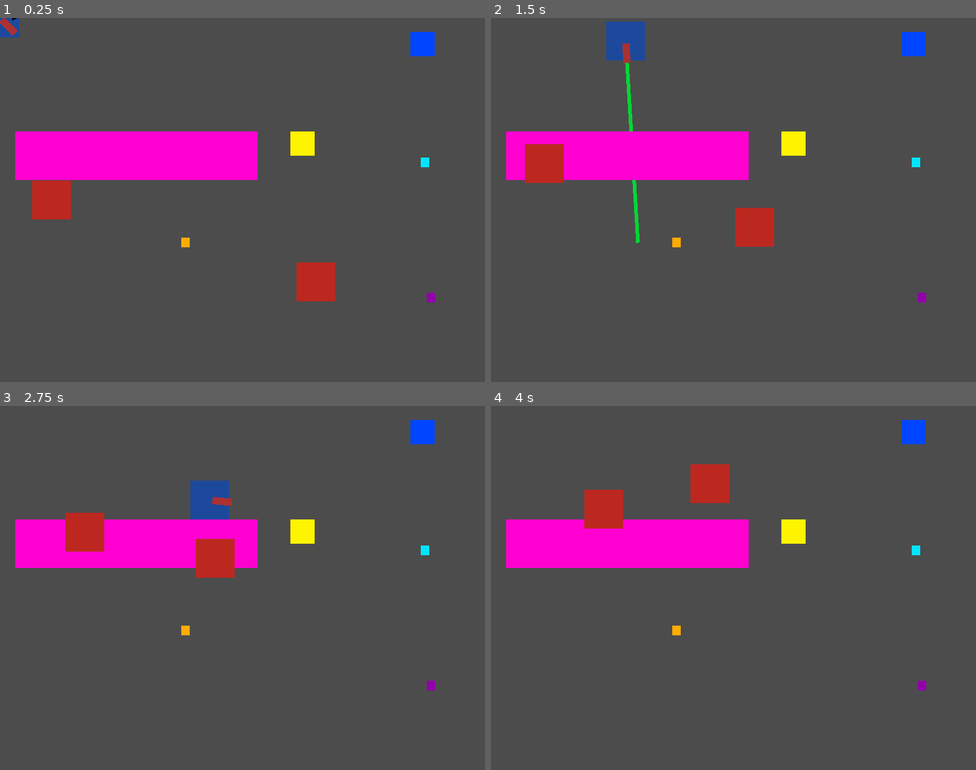
Above: before the commit, frames 1-4 (two rows, left to right).
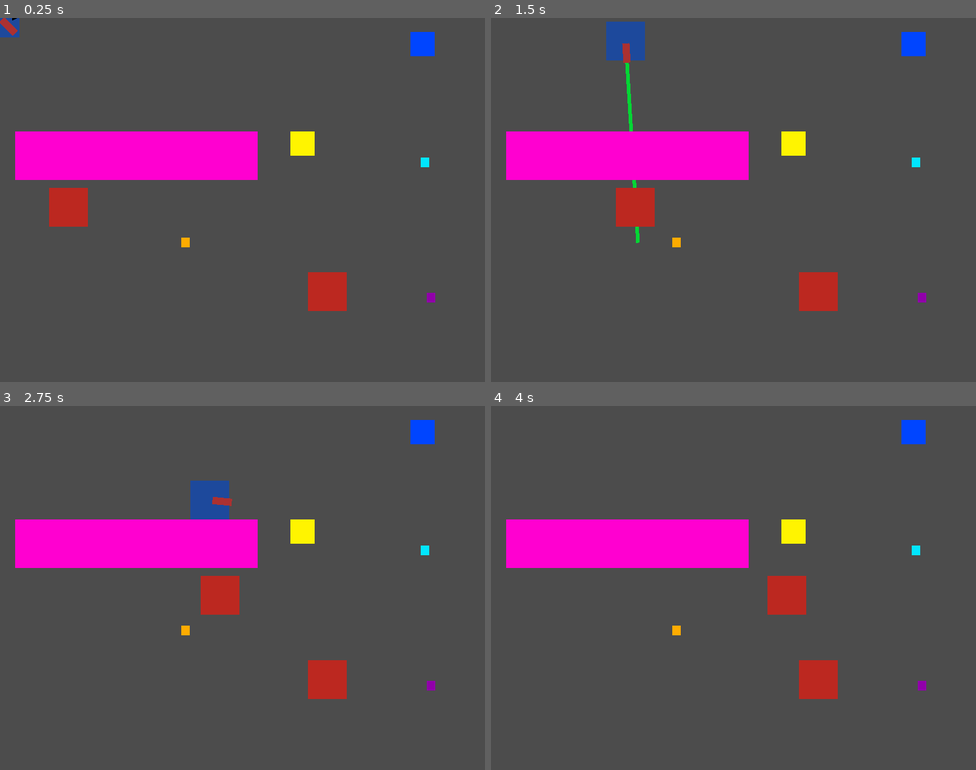
Above: after the commit, the same moments.

Repository: Hackerspace-IFUSP/Crossover_Jam_2021
Game: Godot game, scene res://Scenes/Game.tscn
The game is run twice, just before and just after one commit, with the same random seed, the same clock (stepped at 60 frames per second) and the same inputs.
Inputs (mouse positions are in pixels of both pictures, inside the frame that each line leads up to):
- Up to frame 1 (0.25 s): no input
- Up to frame 2 (1.5 s): move the mouse to (840, 181) at 0.52 s; hold Right (ui_right) 0.53-1.28 s; tap Space (dash) at 0.6 s; move the mouse to (636, 218) at 1.27 s; hold Down (ui_down) from 1.28 s (still down); click (636, 218) at 1.35 s
- Up to frame 3 (2.75 s): move the mouse to (291, 507) at 2.02 s; release Down (ui_down) at 2.03 s; hold Right (ui_right) from 2.03 s (still down); tap Space (dash) at 2.1 s
- Up to frame 4 (4 s): move the mouse to (709, 660) at 2.77 s; release Right (ui_right) at 2.78 s; hold Up (ui_up) 2.78-3.53 s; click (709, 660) at 2.85 s; move the mouse to (879, 642) at 3.52 s; hold Left (ui_left) from 3.53 s (still down); tap Space (dash) at 3.6 s

The runs differ from the first frame. In frame 1, 1.7% of the frame differs, in the area x 6-72%, y 44-81%; in frame 2, 3.4%, in the area x 7-72%, y 34-81%; in frame 3, 3.3%; in frame 4, 3.4%.

Commit message:
added: my signature and sprinting mechanics to enemy AI

Diff:
--- a/Scenes/Enemy.tscn
+++ b/Scenes/Enemy.tscn
@@ -7,6 +7,7 @@
 extents = Vector2( 32, 32 )
 
 [node name="Enemy" type="KinematicBody2D"]
+collision_mask = 3
 script = ExtResource( 2 )
 
 [node name="Sprite" type="Sprite" parent="."]
--- a/Scenes/Game.tscn
+++ b/Scenes/Game.tscn
@@ -287,6 +287,7 @@
 position = Vector2( 88, 312 )
 speed = 50.0
 moves = [ Vector2( 500, 0 ), Vector2( 0, 200 ) ]
+velocity = Vector2( 100, 0 )
 
 [node name="Enemy2" parent="." instance=ExtResource( 5 )]
 position = Vector2( 539.9, 450.709 )
--- a/Scripts/Enemy.gd
+++ b/Scripts/Enemy.gd
@@ -1,18 +1,21 @@
+# Created on September 22th, 2021 by Ícaro Freire
+# https://github.com/ivfreire
+
 # Classe que contém variáveis e métodos comuns a todos os inimigos
 
 extends KinematicBody2D
 class_name Enemy
 
 
-# Define os estados que os inimigos podem estar: parado, patrulha ou ataque
-enum State { IDLING, PATROLLING, CATCHING }
+# Define os estados que os inimigos podem estar: parado, patrulha, perseguição ou correndo
+enum State { IDLING, PATROLLING, CATCHING, SPRINTING }
 
 export var speed: float = 100
-export var moves = []					# array de Vector2 descrevendo o deslocamento da patrulha
+export var moves = []						# array de Vector2 descrevendo o deslocamento da patrulha
 
-var velocity: Vector2 = Vector2(0, 0)
-var state = State.CATCHING			# estado
-var patrol: = [ 0, 1, Vector2() ]		# ( pontoAtual, sentido, proximaPosicao )
+export var velocity: Vector2 = Vector2(0, 0)
+export var state = State.SPRINTING			# estado
+var patrol: = [ 0, 1, Vector2() ]			# ( pontoAtual, sentido, proximaPosicao )
 
 onready var player = get_node('../Player')
 
@@ -65,3 +68,9 @@
 func catching(delta):
 	self.velocity = self.position.direction_to(player.global_position) * speed
 	pass
+
+# Faz o inimigo correr
+func sprint(velocity: Vector2):
+	self.velocity = velocity
+	self.state = State.SPRINTING
+	pass

--------------------

◆ What to work on:
Each entry above should be reproduced exactly, with the pictures removed.

◆ Answer to the exercise:
Above: before the commit, frames 1-4 (two rows, left to right).
Above: after the commit, the same moments.

Repository: Hackerspace-IFUSP/Crossover_Jam_2021
Game: Godot game, scene res://Scenes/Game.tscn
The game is run twice, just before and just after one commit, with the same random seed, the same clock (stepped at 60 frames per second) and the same inputs.
Inputs (mouse positions are in pixels of both pictures, inside the frame that each line leads up to):
- Up to frame 1 (0.25 s): no input
- Up to frame 2 (1.5 s): move the mouse to (840, 181) at 0.52 s; hold Right (ui_right) 0.53-1.28 s; tap Space (dash) at 0.6 s; move the mouse to (636, 218) at 1.27 s; hold Down (ui_down) from 1.28 s (still down); click (636, 218) at 1.35 s
- Up to frame 3 (2.75 s): move the mouse to (291, 507) at 2.02 s; release Down (ui_down) at 2.03 s; hold Right (ui_right) from 2.03 s (still down); tap Space (dash) at 2.1 s
- Up to frame 4 (4 s): move the mouse to (709, 660) at 2.77 s; release Right (ui_right) at 2.78 s; hold Up (ui_up) 2.78-3.53 s; click (709, 660) at 2.85 s; move the mouse to (879, 642) at 3.52 s; hold Left (ui_left) from 3.53 s (still down); tap Space (dash) at 3.6 s

The runs differ from the first frame. In frame 1, 1.7% of the frame differs, in the area x 6-72%, y 44-81%; in frame 2, 3.4%, in the area x 7-72%, y 34-81%; in frame 3, 3.3%; in frame 4, 3.4%.

Commit message:
added: my signature and sprinting mechanics to enemy AI

Diff:
--- a/Scenes/Enemy.tscn
+++ b/Scenes/Enemy.tscn
@@ -7,6 +7,7 @@
 extents = Vector2( 32, 32 )
 
 [node name="Enemy" type="KinematicBody2D"]
+collision_mask = 3
 script = ExtResource( 2 )
 
 [node name="Sprite" type="Sprite" parent="."]
--- a/Scenes/Game.tscn
+++ b/Scenes/Game.tscn
@@ -287,6 +287,7 @@
 position = Vector2( 88, 312 )
 speed = 50.0
 moves = [ Vector2( 500, 0 ), Vector2( 0, 200 ) ]
+velocity = Vector2( 100, 0 )
 
 [node name="Enemy2" parent="." instance=ExtResource( 5 )]
 position = Vector2( 539.9, 450.709 )
--- a/Scripts/Enemy.gd
+++ b/Scripts/Enemy.gd
@@ -1,18 +1,21 @@
+# Created on September 22th, 2021 by Ícaro Freire
+# https://github.com/ivfreire
+
 # Classe que contém variáveis e métodos comuns a todos os inimigos
 
 extends KinematicBody2D
 class_name Enemy
 
 
-# Define os estados que os inimigos podem estar: parado, patrulha ou ataque
-enum State { IDLING, PATROLLING, CATCHING }
+# Define os estados que os inimigos podem estar: parado, patrulha, perseguição ou correndo
+enum State { IDLING, PATROLLING, CATCHING, SPRINTING }
 
 export var speed: float = 100
-export var moves = []					# array de Vector2 descrevendo o deslocamento da patrulha
+export var moves = []						# array de Vector2 descrevendo o deslocamento da patrulha
 
-var velocity: Vector2 = Vector2(0, 0)
-var state = State.CATCHING			# estado
-var patrol: = [ 0, 1, Vector2() ]		# ( pontoAtual, sentido, proximaPosicao )
+export var velocity: Vector2 = Vector2(0, 0)
+export var state = State.SPRINTING			# estado
+var patrol: = [ 0, 1, Vector2() ]			# ( pontoAtual, sentido, proximaPosicao )
 
 onready var player = get_node('../Player')
 
@@ -65,3 +68,9 @@
 func catching(delta):
 	self.velocity = self.position.direction_to(player.global_position) * speed
 	pass
+
+# Faz o inimigo correr
+func sprint(velocity: Vector2):
+	self.velocity = velocity
+	self.state = State.SPRINTING
+	pass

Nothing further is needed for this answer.